Personne aujourd’hui ne songe à détruire le suffrage universel ; n’y aurait-il pas cependant profit réel à répandre le petit livre où se trouvent de telles pages ? Elles sont bien de nature à frapper l’esprit même le plus grossier.

Les Vertus du Républicain ont des pages plus actuelles et non moins bonnes à tous égards. L’auteur est pris d’une sorte de terreur en présence de l’inconnu qui s’ouvre sous les pas de la République naissante. Il faudra bien de la vertu pour naviguer au milieu des dangers. Et avec une émotion sincère qui empoigne le lecteur dès les premières lignes, l’auteur recommande à ses concitoyens l’amour, le sentiment de la dignité humaine, le courage, la générosité, la politesse, la constance, la modération, la modestie, le désintéressement, la franchise, la justice, le patriotisme.

Il termine ainsi :

« Le vent qui passera sur la France se chargera d’emporter par delà les fleuves et les montagnes les germes fécondants, destinés à faire éclore les Républiques. Nous ferons la conquête du monde, sans quitter nos femmes ni nos enfants ; et si l’étranger reparaît dans nos murs, ce sera le myrte et l’olivier à la main, pour fêter en famille le salut de l’humanité.

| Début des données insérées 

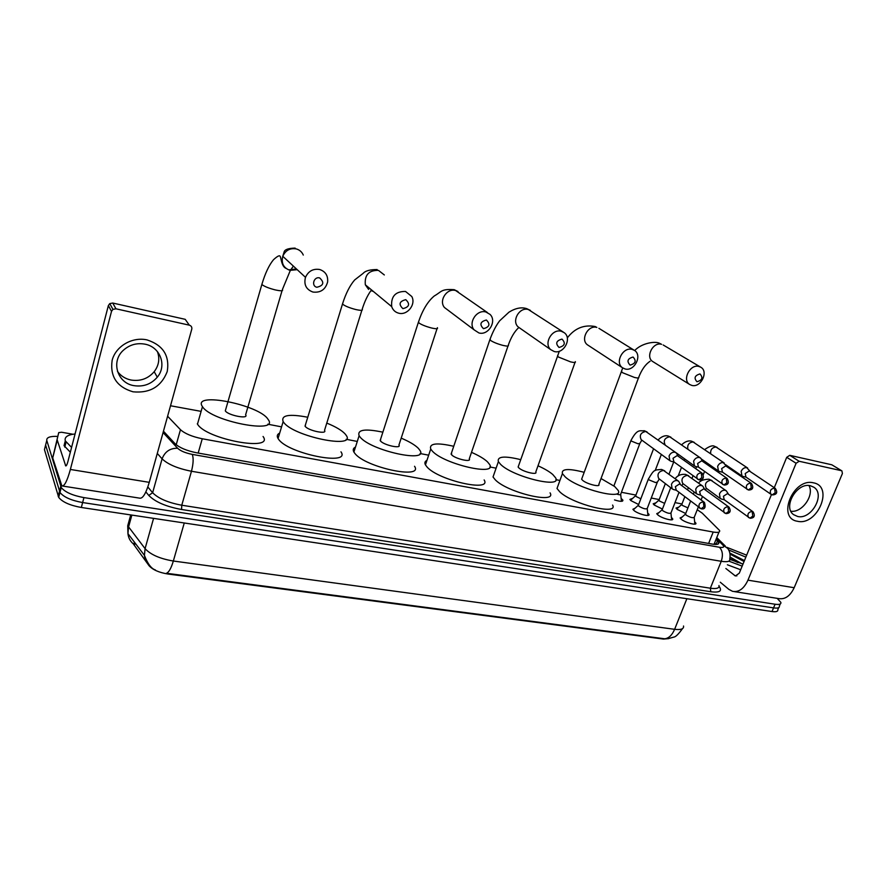 <?xml version="1.0" encoding="UTF-8"?>
<svg xmlns="http://www.w3.org/2000/svg" width="887" height="887" viewBox="0 0 887 887"><rect width="100%" height="100%" fill="white"/><g stroke="black" fill="none" stroke-linecap="round" stroke-linejoin="round"><path stroke-width="1.33" d="M647.676 512.952L648.918 514.327C650.559 517.265 637.941 514.05 633.95 510.491L632.908 509.282L635.159 508.14M671.404 517.409L672.623 518.773C674.175 521.611 661.902 518.429 657.866 514.926L656.746 513.662L658.963 512.575M694.643 521.778L695.84 523.119C697.315 525.869 685.363 522.72 681.294 519.283L680.096 517.953L682.269 516.921M621.133 498.383L622.885 500.135C623.018 501.787 620.224 501.709 614.514 499.924M638.651 504.515L630.967 500.656L629.892 499.414L632.73 498.339M662.434 509.06L654.351 505.091L653.198 503.794L655.992 502.774M685.729 513.506L677.258 509.437L676.027 508.074L678.788 507.12M167.61 416.247L180.46 429.685C184.873 433.643 192.135 436.67 202.258 438.766L713.192 532.034C717.982 532.832 720.122 532.322 719.601 530.504L702.282 513.185L697.237 509.703M133.261 543.82L149.038 565.695C152.719 569.787 159.017 572.558 167.909 574.011L663.465 639.072L668.709 638.629M681.981 503.96L675.007 502.607M200.85 411.324L170.515 405.758M659.185 499.558L651.246 498.028M635.924 495.079L621.421 492.285M559.919 480.455L555.905 479.679M496.11 468.17L489.89 466.972M428.676 455.186L420.094 453.534M357.284 441.438L346.185 439.298M281.567 426.858L267.785 424.208M780.227 603.992L779.363 606.043C779.684 607.839 777.755 608.46 773.553 607.883L82.624 502.552C71.215 500.456 63.664 497.097 59.972 492.451L45.614 445.03L46.179 442.824M149.97 565.784L150.125 565.961C146.787 563.289 144.88 559.752 144.426 555.351L145.08 548.643C150.59 554.652 160.004 558.777 173.342 561.016C171.158 568.29 168.852 572.37 166.446 573.257L664.673 638.773C668.787 638.318 672.102 635.17 674.619 629.315C681.016 630.047 683.988 628.95 683.533 626.011M778.686 607.639L777.832 609.657C778.154 611.476 776.214 612.097 772.023 611.542L81.327 507.475C69.918 505.413 62.378 502.042 58.686 497.374L44.45 449.62L45.614 445.03L59.972 492.451C63.664 497.097 71.215 500.456 82.624 502.552L773.553 607.883C777.755 608.46 779.684 607.839 779.363 606.043M777.189 598.348L780.882 602.417C781.214 604.202 779.285 604.801 775.083 604.235L83.932 497.607C72.523 495.5 64.962 492.141 61.247 487.517L46.789 440.44C46.368 437.446 50.016 436.094 57.755 436.393M163.452 431.193L175.061 443.7C179.451 447.735 186.725 450.784 196.87 452.836L712.305 544.097C717.084 544.851 719.224 544.308 718.725 542.456L716.064 539.318M714.567 543.055L715.953 544.441M726.786 547.312L746.654 555.162M743.007 564.065L729.857 559.375M737.829 562.602L729.846 558.599M741.976 563.81L730.134 557.08M728.659 549.962L745.856 557.125M744.437 560.573L729.879 553.056M742.164 566.128L728.87 561.149M740.678 569.764L727.384 564.775M744.348 560.795L729.934 553.266M744.06 561.493L730.09 554.131M813.501 482.838C834.235 486.431 817.415 526.191 797.48 521.268C776.435 518.318 793.222 477.516 813.501 482.838M797.635 516.467C811.35 520.026 825.686 494.336 813.856 487.218L810.43 485.766C796.969 482.029 782.434 507.176 793.632 514.671L797.635 516.467M808.944 485.555C814.632 495.212 802.114 512.963 790.882 511.234M720.288 582.227L728.87 589.378L732.551 591.33C738.838 592.449 743.971 588.735 747.952 580.165L796.094 463.269L786.714 457.315L774.273 487.706M734.403 591.618L778.498 598.548C784.951 599.701 790.173 596.086 794.175 587.715L842.406 473.547L841.907 470.886L831.806 464.788L841.907 470.886M786.714 457.315L789.74 455.33L799.154 461.262L841.464 470.698M799.154 461.262L796.094 463.269M789.74 455.33L831.806 464.788M771.457 494.569L739.281 573.179L735.401 575.985L725.865 568.5M71.581 447.403L65.283 440.85C64.319 437.091 67.578 434.807 75.062 433.965M70.328 452.226L64.052 445.64L65.095 441.582M699.998 373.937C694.721 375.478 693.723 378.073 696.994 381.743C702.249 380.213 703.247 377.607 699.998 373.937M691.749 385.379L689.776 384.537C681.759 380.091 690.108 363.659 699 366.475L700.63 367.14C709.023 371.331 700.797 388.151 691.749 385.379M582.016 478.171L581.628 479.213L582.571 480.288C586.662 484.047 600.798 487.584 598.847 484.391L638.463 377.951M601.031 478.536L614.713 486.542L618.117 490.367C624.548 500.723 578.224 489.092 565.241 476.929L562.402 473.625C561.294 468.702 568.545 468.258 584.167 472.316M612.573 505.058C618.871 515.713 572.625 504.304 559.797 491.864L557.003 488.482L558.3 484.912M633.063 357.04C627.541 358.603 626.555 361.297 630.092 365.111C635.602 363.559 636.589 360.865 633.063 357.04M625.025 368.937L622.497 367.761C614.547 362.661 623.073 346.507 632.22 349.411L634.338 350.321C642.776 355.122 634.393 371.797 625.025 368.937M518.551 465.841L518.13 467.017L518.873 467.904C522.798 471.806 538.021 475.454 535.792 471.984L575.02 362.428M538.01 465.797C544.518 468.724 549.441 471.629 552.778 474.501L555.539 477.749C562.846 488.981 512.974 477.006 500.59 464.356L498.383 461.661C497.008 456.361 504.459 455.685 520.736 459.654M550.062 492.85C557.213 504.404 507.431 492.695 495.201 479.734L493.028 476.973L494.436 472.971M561.992 339.1C556.193 340.686 555.218 343.469 559.043 347.449C564.831 345.875 565.817 343.092 561.992 339.1M554.198 351.496L550.805 349.7C543.321 343.724 552.069 328.356 561.327 331.283L564.187 332.669C572.359 338.269 563.755 354.412 554.198 351.496M451.527 452.836L451.627 454.831C455.319 458.889 471.773 462.648 469.256 458.889L507.985 346.03M471.507 452.348C478.747 455.519 484.058 458.668 487.429 461.794L489.546 464.4C497.84 476.563 443.921 464.234 432.302 451.073L430.727 449.055C429.064 443.356 436.737 442.436 453.745 446.294M484.136 479.945C492.263 492.451 438.444 480.432 426.991 466.939L425.438 464.855C424.385 462.826 424.884 461.329 426.935 460.375M486.386 320.019C480.288 321.615 479.313 324.498 483.47 328.667C489.546 327.07 490.522 324.187 486.386 320.019M478.88 332.935L474.079 329.82C467.904 322.746 476.896 309.164 485.91 312.002L490.023 314.386C497.219 321.094 488.338 335.807 478.88 332.935M380.634 439.087L380.512 441.005C383.916 445.219 401.789 449.099 398.939 445.03L437.047 328.656M401.201 438.134C409.295 441.571 415.027 444.975 418.387 448.367L419.861 450.274C429.241 463.424 370.699 450.729 360.067 437.025L359.102 435.728C357.128 429.641 365.056 428.465 382.874 432.18M414.551 466.285C423.753 479.789 365.311 467.46 354.844 453.39L353.902 452.06C352.671 449.82 353.192 448.168 355.476 447.103M405.78 299.673C399.35 301.292 398.396 304.285 402.909 308.643C409.317 307.024 410.282 304.03 405.78 299.673M398.618 313.166C395.203 312.224 392.897 310.051 391.699 306.636C390.834 296.38 395.458 291.324 405.536 291.457L411.79 296.513C416.225 304.418 407.255 315.728 398.618 313.166M305.527 424.54L305.206 426.359C308.232 430.738 327.713 434.752 324.52 430.361L361.874 310.239M326.782 423.099C335.851 426.791 342.027 430.483 345.331 434.164L346.174 435.317C356.751 449.476 292.921 436.393 283.518 422.145L283.153 421.624C280.846 415.149 289.051 413.697 307.767 417.245M340.963 451.827C351.363 466.374 287.643 453.7 278.418 439.043L278.052 438.511C276.633 436.082 277.176 434.264 279.693 433.067M319.664 277.93C313.876 276.234 310.949 286.035 316.87 287.255C323.633 285.614 324.564 282.51 319.664 277.93M312.934 292.045C306.159 289.55 303.676 284.649 305.483 277.332C308.399 271.078 313.133 268.473 319.686 269.504C325.507 271.522 328.146 275.669 327.625 281.955C325.474 289.572 320.573 292.943 312.934 292.045M225.797 409.118L225.309 410.847C227.937 415.393 249.203 419.507 245.61 414.817L282.055 290.681M202.269 406.346C192.246 391.4 258.982 404.782 267.885 419.107L268.14 419.473C279.937 434.486 211.261 421.48 202.458 406.634L202.269 406.346M263.062 436.493C274.671 451.915 206.117 439.398 197.491 424.119L197.302 423.82M677.291 508.451L676.615 508.861M681.87 504.259L682.358 505.413L687.935 507.863M750.069 471.307L746.721 467.649C744.326 467.427 742.474 468.646 741.155 471.296L741.964 475.975L743.151 476.53M775.171 488.305L749.227 470.919L745.202 473.558L745.967 477.095M654.484 504.126L653.774 504.57M659.063 499.88L659.507 501.033L664.629 503.372M726.575 466.274L723.282 462.615C720.843 462.393 718.958 463.613 717.65 466.296L718.448 470.997L719.723 471.596M751.3 483.337L725.743 465.908L721.663 468.569L722.473 472.139M631.211 499.714L630.469 500.201M635.802 495.412L636.19 496.554L640.835 498.782M702.559 461.129L700.652 458.102L699.344 457.47C696.849 457.237 694.942 458.468 693.623 461.185L694.41 465.886L695.785 466.562M726.885 478.259L701.75 460.785L697.614 463.469L698.468 467.094M678.001 455.863L676.293 452.913L674.874 452.215C672.324 451.971 670.395 453.224 669.075 455.962L669.84 460.663L671.326 461.406M701.927 473.07L677.224 455.541L673.033 458.257L673.943 461.927M616.698 494.114C619.503 494.946 620.845 494.946 620.734 494.114L639.715 443.833M680.917 518.13L680.351 518.363M685.584 513.861L686.083 515.081C690.374 517.531 693.102 518.252 694.266 517.254L698.291 507.054M728.349 493.981L726.353 490.877L725.045 490.245C722.628 490.045 720.765 491.265 719.468 493.904L720.144 498.416L721.519 499.082M752.83 511.644L727.484 493.593L723.448 496.243L724.224 499.725M657.6 513.795L656.99 514.061M662.267 509.471L662.711 510.69C667.057 513.185 669.829 513.906 671.015 512.852L679.01 492.329M704.622 489.192L702.792 486.154L701.373 485.455C698.912 485.256 697.027 486.486 695.718 489.147L696.384 493.66L697.858 494.392M728.704 506.932L703.768 488.826L699.666 491.498L700.486 495.024M633.795 509.382L633.141 509.67M638.463 505.002L638.862 506.211C643.252 508.739 646.058 509.46 647.277 508.373L657.189 482.561M680.362 484.291L678.71 481.331L677.191 480.566C674.674 480.344 672.767 481.586 671.459 484.291L672.102 488.781L673.676 489.602M704.045 502.12L679.531 483.947L675.373 486.653L676.249 490.223M146.987 339.887C163.075 345.154 169.827 355.709 167.222 371.564C161.312 386.654 149.903 393.396 133.017 391.81C116.807 386.965 109.855 376.465 112.15 360.299C115.731 346.207 132.23 336.594 146.987 339.887M133.87 385.634C143.317 387.065 151.123 384.248 157.287 377.175C167.122 365.71 160.359 346.961 145.024 344.178C136.964 342.715 129.835 344.655 123.637 350.021C110.609 361.164 117.139 383.062 133.87 385.634M157.398 351.551C159.982 358.681 158.917 365.4 154.194 371.697C148.107 378.694 140.379 381.477 131.032 380.035C125.289 378.816 120.765 375.933 117.461 371.376M57.256 439.974L52.721 457.947L58.719 432.612L61.602 432.246L72.956 434.242M52.721 457.947L61.868 485.921C64.352 486.497 67.19 481.009 70.372 469.456L111.518 311.359L108.369 305.56L67.855 461.772C67.057 464.677 66.348 466.052 65.716 465.919L57.278 440.163M52.71 457.747L58.719 432.612M62.6 486.043L139.669 498.15C142.729 498.816 145.934 493.549 149.26 482.34L191.769 329.177C192.113 327.159 191.293 325.817 189.308 325.163L185.217 319.331L112.738 303.032L115.953 308.798L189.308 325.163M115.953 308.798L112.937 309.375L111.518 311.359M108.369 305.56L109.766 303.598L112.738 303.032M167.909 574.011L168.064 573.457M149.038 565.695L149.238 564.975M134.414 545.239L135.046 542.988L134.414 545.239M708.624 543.443L713.192 532.034M198.178 453.069L202.258 438.766M176.214 444.764L180.46 429.685M129.203 520.425L127.728 525.769L145.08 548.643L153.573 518.363M184.263 522.986L173.342 561.016L674.619 629.315L686.871 598.714M133.671 544.152C130.334 541.491 128.415 537.977 127.939 533.619L128.548 527.055L131.853 515.092M772.023 611.542L775.083 604.235M81.327 507.475L83.932 497.607M58.187 496.276L60.737 486.442M719.069 586.34C722.495 591.019 719.745 592.826 710.809 591.751L181.558 509.493C166.113 506.643 155.181 501.942 148.761 495.412L145.856 491.908M46.789 440.44L45.614 445.03M163.075 432.546L177.611 448.245C180.56 450.973 185.45 453.013 192.257 454.388L719.39 547.257C723.515 547.844 724.657 547.091 722.816 544.995L727.506 548.255C727.606 548.343 731.121 551.869 729.746 558.954C730.378 561.471 727.54 562.247 721.242 561.294L710.354 588.214C716.652 589.079 719.523 588.181 718.958 585.52M719.39 547.257C722.606 550.561 723.227 555.24 721.242 561.294L191.47 471.252C177.722 468.547 167.931 464.411 162.088 458.845L152.631 492.74C158.363 498.516 168.075 502.685 181.768 505.224L710.354 588.214L710.809 591.751M177.611 448.245C170.049 448.112 164.871 451.649 162.088 458.845L157.287 453.434M147.819 486.974L152.631 492.74L148.761 495.412M192.257 454.388C193.654 458.036 193.388 463.657 191.47 471.252L181.768 505.224L181.558 509.493M722.816 544.995L716.363 538.575M716.042 544.441L717.516 540.771M747.952 580.165L794.175 587.715M734.525 575.519L736.842 575.907M634.682 350.565C641.711 343.014 655.46 340.83 659.773 343.424L661.58 344.333C652.943 341.55 645.071 357.284 652.876 361.63L689.776 384.537M621.477 371.01L622.253 372.584L634.515 377.463C637.875 378.228 639.283 378.161 638.729 377.252C641.756 369.535 645.559 364.213 650.104 361.264M567.303 337.914C574.676 328.257 583.968 324.454 595.155 326.527L596.862 327.425C588.003 324.575 579.954 340.009 587.671 344.976L588.281 345.376M557.635 355.41L558.189 356.918L570.607 361.885C574.377 362.75 575.94 362.661 575.297 361.641M563.245 332.048L528.342 309.53C519.405 306.658 511.134 321.316 518.396 327.103L519.937 328.179M490.145 338.923L490.456 340.353C493.36 342.271 497.552 343.956 503.04 345.42C507.264 346.373 509.016 346.285 508.284 345.154C511.012 337.426 514.438 331.627 518.562 327.758M487.406 312.534L455.674 290.548C446.993 287.765 438.477 300.693 444.476 307.523L447.979 310.162M418.664 321.471L418.731 322.824C421.458 324.731 425.705 326.449 431.481 327.979C436.227 329.055 438.189 328.955 437.369 327.691M372.019 291.069L373.172 291.28M384.326 274.948L378.461 270.38C368.815 270.191 364.435 274.992 365.333 284.794L391.699 306.636M342.814 302.966L342.659 304.219C345.176 306.115 349.478 307.867 355.576 309.485C360.92 310.683 363.127 310.572 362.206 309.175C364.579 301.635 367.473 295.471 370.899 290.714M303.287 255.068C301.924 251.919 299.595 249.868 296.28 248.914C290.016 247.883 285.514 250.334 282.776 256.288C281.101 263.239 283.507 267.929 289.971 270.358L297.212 269.67M262.208 283.297L261.853 284.483C264.138 286.346 268.495 288.131 274.915 289.827C280.935 291.169 283.43 291.058 282.399 289.517L290.249 270.613M772.677 494.924C776.912 494.514 777.788 492.34 775.338 488.427L774.495 488.05C770.637 488.892 769.45 490.966 770.925 494.247L745.779 476.962M774.495 488.05L775.227 492.762L772.222 494.846L770.925 494.247M747.63 468.014L715.986 447.004C712.139 447.469 710.365 449.687 710.653 453.656M748.783 490.034C752.886 489.824 753.795 487.65 751.511 483.493L750.602 483.071C746.71 483.892 745.501 485.976 746.976 489.302L747.164 489.447M750.602 483.071L751.3 487.828L748.329 489.957L722.24 471.984M724.224 462.992L693.057 441.926C688.822 442.58 687.103 444.986 687.902 449.144M724.346 485.034C728.427 484.845 729.358 482.65 727.152 478.448L726.187 477.993C722.251 478.78 721.02 480.865 722.484 484.258L722.705 484.424M726.187 477.993L726.841 482.794L723.903 484.956L698.18 466.884M700.298 457.847L669.652 436.748C664.64 437.923 663.143 440.651 665.183 444.93L665.283 445.019M699.366 479.911C703.413 479.734 704.378 477.539 702.249 473.303L701.207 472.793C697.249 473.547 695.985 475.643 697.437 479.08L697.703 479.29M701.207 472.793L701.828 477.638L698.923 479.834L673.588 461.672M631.089 440.14L631.489 441.138L637.975 443.766L639.882 443.4L641.833 440.152M675.85 452.603L645.758 431.47C640.713 432.59 639.183 435.329 641.19 439.675L641.678 440.03M750.38 518.252C754.416 517.941 755.314 515.802 753.096 511.832L752.121 511.378C748.34 512.165 747.12 514.194 748.451 517.454L748.683 517.62M752.121 511.378L752.808 516.123L749.925 518.174L723.936 499.514M725.998 490.622L710.82 480.155C705.908 481.353 704.389 484.047 706.263 488.238L706.662 488.526M726.231 513.606C730.245 513.263 731.176 511.123 729.025 507.164L727.983 506.654C724.169 507.419 722.927 509.448 724.247 512.764L724.513 512.974M727.983 506.654L728.648 511.455L725.788 513.54L700.153 494.769M702.36 485.832L687.403 475.332C682.447 476.485 680.906 479.191 682.746 483.448L683.223 483.803M701.539 508.872C704.954 509.349 705.919 507.198 704.433 502.408L703.302 501.842C699.466 502.563 698.202 504.603 699.488 507.963L699.799 508.218M703.302 501.842L703.934 506.677L701.107 508.794L675.85 489.912M648.508 478.714L648.929 479.856L655.493 482.539L657.378 482.084L659.296 478.98M678.2 480.942L663.476 470.409C658.498 471.518 656.923 474.235 658.731 478.548L659.285 478.969M70.372 469.456L149.26 482.34M65.427 465.453L66.348 465.608M648.918 514.327L648.563 515.269M672.623 518.773L672.279 519.671M695.84 523.119L695.508 523.973M622.885 500.135L622.519 501.122M133.804 544.374L134.425 542.168L133.804 544.374M714.046 544.341L718.98 532.067M130.722 514.926L127.728 525.769L127.939 533.619L144.426 555.351C147.663 563.844 151.333 568.722 155.436 569.975M667.978 638.718L673.832 637.088C675.628 636.977 678.5 634.172 682.458 628.661M58.686 497.374L61.247 487.517M725.311 546.059L716.763 537.577M718.082 544.053L718.725 542.456M66.015 442.325L64.784 447.126M581.628 479.213L622.729 367.928M562.402 473.625L557.003 488.482M663.166 344.976L700.63 367.14M588.07 345.231L622.497 367.761M518.13 467.017L559.32 351.219M498.383 461.661L493.028 476.973M598.902 328.323L634.338 350.321M451.084 454.144L489.835 339.81C492.706 331.96 495.977 325.618 499.658 320.795L508.994 312.157C515.569 308.088 521.489 306.924 526.745 308.654L530.437 310.417M519.56 327.924L550.805 349.7M430.727 449.055L425.438 464.855M380.168 440.54L418.331 322.447C422.467 310.173 427.789 301.336 434.286 295.959C442.081 291.535 440.906 288.807 454.211 289.683L457.98 291.524M447.425 309.74L474.079 329.82M359.102 435.728L353.902 452.06M371.121 290.481L372.44 290.681M305.039 426.126L342.482 304.041C345.786 293.53 349.855 285.503 354.667 279.948L363.182 273.329C365.377 270.812 370.034 269.559 377.152 269.548M283.153 421.624L278.052 438.511M368.604 289.428L365.333 284.794M289.206 269.792L296.458 268.972M293.364 266.1L290.348 270.446M295.138 248.105C288.685 248.238 285.049 249.424 284.206 251.675L282.776 256.288L305.483 277.332M202.458 406.634L197.491 424.119M225.309 410.847L261.853 284.483C265.158 273.351 269.038 265.113 273.484 259.736C277.365 256.166 279.582 255.035 280.137 256.321C281.035 257.064 281.412 266.61 285.991 268.362M681.659 504.559L676.714 508.961M681.693 504.703L684.808 496.753M687.558 489.713L688.367 487.65M692.037 478.259L692.991 475.842M695.796 468.658L696.572 466.684M717.139 447.425L714.312 446.205C712.56 445.163 709.356 446.283 704.71 449.554M725.533 464.655L741.964 475.975M746.111 477.184L743.639 476.585M700.652 481.375L701.351 479.579M703.28 474.678L704.555 471.44M707.294 464.466L707.704 463.446M658.853 500.201L653.874 504.681M658.886 500.346L665.35 483.615M669.031 474.068L673.721 461.916M694.255 442.369L691.428 441.138C688.312 440.395 685.052 441.604 681.659 444.764M701.429 459.045L718.448 470.997M722.595 472.228L720.255 471.662M678.167 475.986L681.482 467.438M684.243 460.353L684.764 458.978M635.569 495.755L630.568 500.301M635.613 495.9L653.575 448.744M670.894 437.202L668.066 435.972C664.884 435.184 661.569 436.493 658.132 439.897M676.204 452.836L694.41 465.886M698.579 467.172L696.373 466.629M655.171 470.587L661.358 454.454M613.904 485.899L630.923 440.584C637.709 427.711 640.303 431.559 644.217 430.683L647.044 431.936M669.84 460.663L641.556 439.952M674.02 461.994L671.969 461.484M620.7 494.525L621.366 500.49M685.363 514.183L680.473 518.518M685.396 514.338L690.574 501.155M693.357 494.081L694.177 491.997M706.462 488.471L705.365 489.746M712.061 480.588L708.846 479.191C703.114 479.49 699.743 480.809 698.734 483.171M706.529 488.427L720.144 498.416M724.346 499.813L721.796 499.126M694.222 517.62L694.82 523.618M701.107 499.913L702.46 496.487M662.035 509.825L657.123 514.227M662.079 509.981L670.705 487.717M683.145 483.759L681.848 485.422M688.678 475.787L685.474 474.368C680.872 474.024 677.435 475.465 675.184 478.681M683.079 483.692L696.384 493.66M700.597 495.101L698.158 494.436M670.971 513.251L671.592 519.272M638.219 505.368L633.285 509.848M638.263 505.523L648.319 479.202C654.34 468.857 654.284 470.199 661.591 469.456L664.795 470.886M659.141 478.858L672.102 488.781M676.349 490.289L674.02 489.646M647.233 508.783L647.876 514.826M157.287 377.175L154.194 371.697M109.766 303.598L112.937 309.375"/></g></svg>

Mon Dieu, si j’ai fait un rêve, n’attendez pas pour me faire sortir d’ici, n’attendez pas que je sois réveillé. »

Pauvre cher grand cœur ! Le réveil ne devait pas tarder à venir, terrible. L’étranglement de la République d’abord au 2 Décembre, puis conséquence lointaine, mais fatale, l’invasion étrangère. Aujourd’hui, la République a repris force et vie, la liberté renaît ; mais la fraternité des peuples, quelle chimère ! Nous sommes guéris pour longtemps de cette illusion décevante.